Andy Sumpter, retail consultant EMEA for Sensormatic Solutions, added: “High street performance started off the year on a positive footing, with total UK footfall seeing a robust rise on 2021 levels. Shopper counts rallied despite the threat of disruption from ongoing rail strikes, cold snaps and shaky consumer confidence.

“While retailers will take heart from the demand signals that bricks-and-mortar remains shoppers’ channel of choice, footfall levels hover stubbornly just below pre-pandemic levels, even though January saw the highest recovery point in the past year.
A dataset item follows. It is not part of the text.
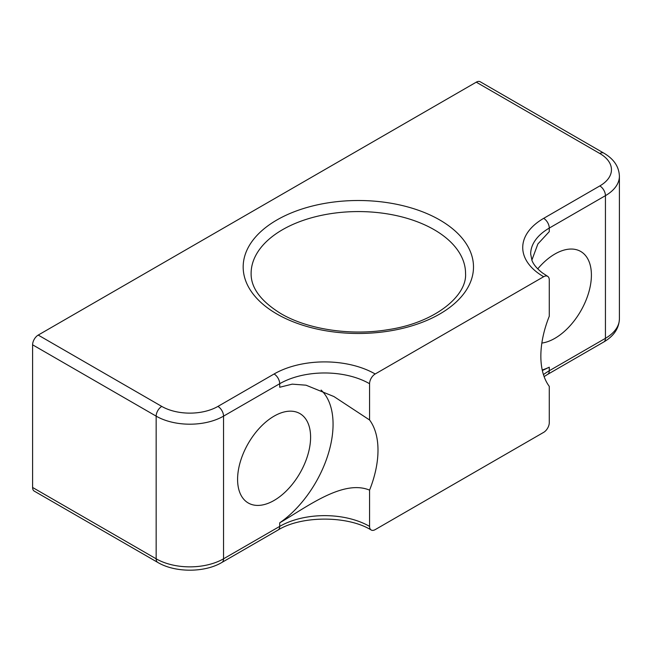 <?xml version="1.0" encoding="UTF-8"?>
<svg xmlns="http://www.w3.org/2000/svg" width="652" height="652" viewBox="0 0 652 652"><rect width="100%" height="100%" fill="white"/><g stroke="black" fill="none" stroke-linecap="round" stroke-linejoin="round"><path stroke-width="0.98" d="M274.093 500.443A51.622 29.805 120 0 0 307.817 454.949A51.622 29.805 120 0 0 299.904 413.58A51.622 29.805 120 0 0 274.093 416.139A51.622 29.805 120 0 0 240.368 461.632A51.622 29.805 120 0 0 248.282 503.002A51.622 29.805 120 0 0 274.093 500.443M541.861 343.066A51.622 29.805 120 0 0 554.901 338.323A51.622 29.805 120 0 0 588.626 292.829A51.622 29.805 120 0 0 580.712 251.46A51.622 29.805 120 0 0 554.901 254.019A51.622 29.805 120 0 0 537.745 268.86M542.236 369.986A83.391 48.15 120 0 0 549.277 367.198L549.277 370.752L605.439 338.323L605.439 195.657L549.277 228.078L549.277 231.631L537.892 243.946L531.853 260.156M369.57 419.978A83.391 48.15 -60 0 1 369.57 490.125L369.57 526.384A7.946 4.588 120 0 0 371.208 530.019A7.946 4.588 120 0 0 375.185 529.628L543.662 432.357A7.946 4.588 120 0 0 549.277 422.626L549.277 386.367A83.391 48.15 -60 0 1 549.277 316.22L549.277 279.961A7.946 4.588 120 0 0 547.639 276.326A7.946 4.588 120 0 0 543.662 276.717L375.185 373.987A7.946 4.588 120 0 0 369.57 383.718L369.57 419.978L333.946 396.555L306.032 385.193L292.226 384.142L279.708 387.264L279.708 383.718L223.546 416.139L223.546 558.805L279.708 526.384L279.708 522.831A83.391 48.15 120 0 0 328.086 454.509A83.391 48.15 120 0 0 321.118 390.059M157.8 562.448C175.054 572.766 204.655 572.766 221.9 562.448A7.946 4.588 60 0 0 223.546 558.805A47.653 27.514 0 0 1 156.154 558.805A7.946 4.588 120 0 0 157.8 562.448L34.246 491.111A7.946 4.588 -60 0 1 32.6 487.476L156.154 558.805L156.154 416.139L32.6 344.81L32.6 487.476M32.6 344.81A7.946 4.588 -60 0 1 38.215 335.079L161.769 406.416A39.715 22.926 0 0 0 217.931 406.416L274.093 373.987A71.484 41.272 180 0 1 375.185 373.987M543.662 276.717A71.484 41.272 180 0 1 543.662 218.355L599.824 185.926A39.715 22.926 0 0 0 599.824 153.505L476.27 82.168L38.215 335.079M476.27 82.168A7.946 4.588 -60 0 1 480.247 81.777L603.801 153.106A7.946 4.588 120 0 0 599.824 153.505M542.35 370.523L549.277 367.198M279.708 522.831C307.157 506.84 343.115 479.138 369.57 490.125M465.552 273.473A107.221 61.907 0 0 0 434.151 229.7A107.221 61.907 0 0 0 317.304 216.285A107.221 61.907 0 0 0 251.11 273.473C250.922 287.85 260.841 301.232 280.873 313.612C307.451 329.325 350.483 335.976 387.907 329.692C434.933 322.797 467.158 295.878 465.552 273.473M439.766 219.977A115.168 66.488 180 0 1 439.766 314.003A115.168 66.488 180 0 1 276.904 314.003A115.168 66.488 180 0 1 276.904 219.977A115.168 66.488 180 0 1 439.766 219.977M543.45 374.623A63.537 36.683 180 0 1 549.277 370.752A7.946 4.588 -120 0 1 547.639 374.387L603.801 341.958A7.946 4.588 -120 0 0 605.439 338.323A47.653 27.514 0 0 0 619.4 318.869L619.4 176.203A47.653 27.514 180 0 1 605.439 195.657A7.946 4.588 -120 0 0 599.824 185.926M543.662 218.355A7.946 4.588 -120 0 1 549.277 228.078A63.537 36.683 0 0 0 530.671 254.019L532.008 260.539C533.621 264.679 537.109 268.82 542.48 272.952L547.639 276.326M221.9 562.448L278.062 530.019A7.946 4.588 60 0 0 279.708 526.384A63.537 36.683 180 0 1 369.57 526.384M369.57 383.718A63.537 36.683 0 0 0 279.708 383.718A7.946 4.588 60 0 0 274.093 373.987M217.931 406.416A7.946 4.588 60 0 1 223.546 416.139A47.653 27.514 180 0 1 156.154 416.139A7.946 4.588 120 0 1 161.769 406.416M619.4 318.869C619.033 328.38 613.834 336.082 603.801 341.958M547.639 374.387L544.118 376.595M371.208 530.019C347.891 515.479 301.379 515.479 278.062 530.019M603.801 153.106C613.834 158.99 619.033 166.684 619.4 176.203"/></g></svg>

“With the economic outlook continuing to put inflationary pressures on consumers’ discretionary spend and, facing inflationary pressures of their own across their manufacturing, supply chain and labour costs, retailers will once again have to run even faster to stand still. This will put the emphasis squarely on doubling down on operational efficiencies, as well as focusing on core ranging that delivers value to price-sensitive shoppers.”

Morning update

On the markets this morning, the FTSE 100 has opened up fractionally at 7,827pts.

Risers include Nichols, up 5.9% to 1,045p, McBride, up 2.2% to 23p and B&M European Value Retail, up 2.1% to 486.9p.

Fallers include THG, down 4.3% to 59.3p, Fever-Tree, down 2.1% to 1,128.3p and Deliveroo, down 1.8% to 94p. 

Yesterday in the City

The FTSE 100 closed yesterday up 0.8% at 7,820.2pts after the Bank of England raised interest rates and suggested a 2023 recession would be shallower than first forecast.

Risers include Ocado, which jumped 11.3% to 734.8p, and Ocado’s retail partner Marks & Spencer, which was up 7.3% to 161.1p.

Other risers included THG, up 6.7% to 62p, Greencore, up 6.5% to 86.5p, Just Eat Takeaway.com, up 6.4% to 2,166p, Fever-Tree, up 5.8% to 1,152p and B&M European Value Retail, up 5.4% to 477.1p.

The day’s fallers included Nichols, down 4.7% to 986.5p, Hotel Chocolat, down 1.3% to 224p, Reckitt Benckiser, down 1.2% to 5,626p and Imperial Brands, down 0.8% to 2,034p.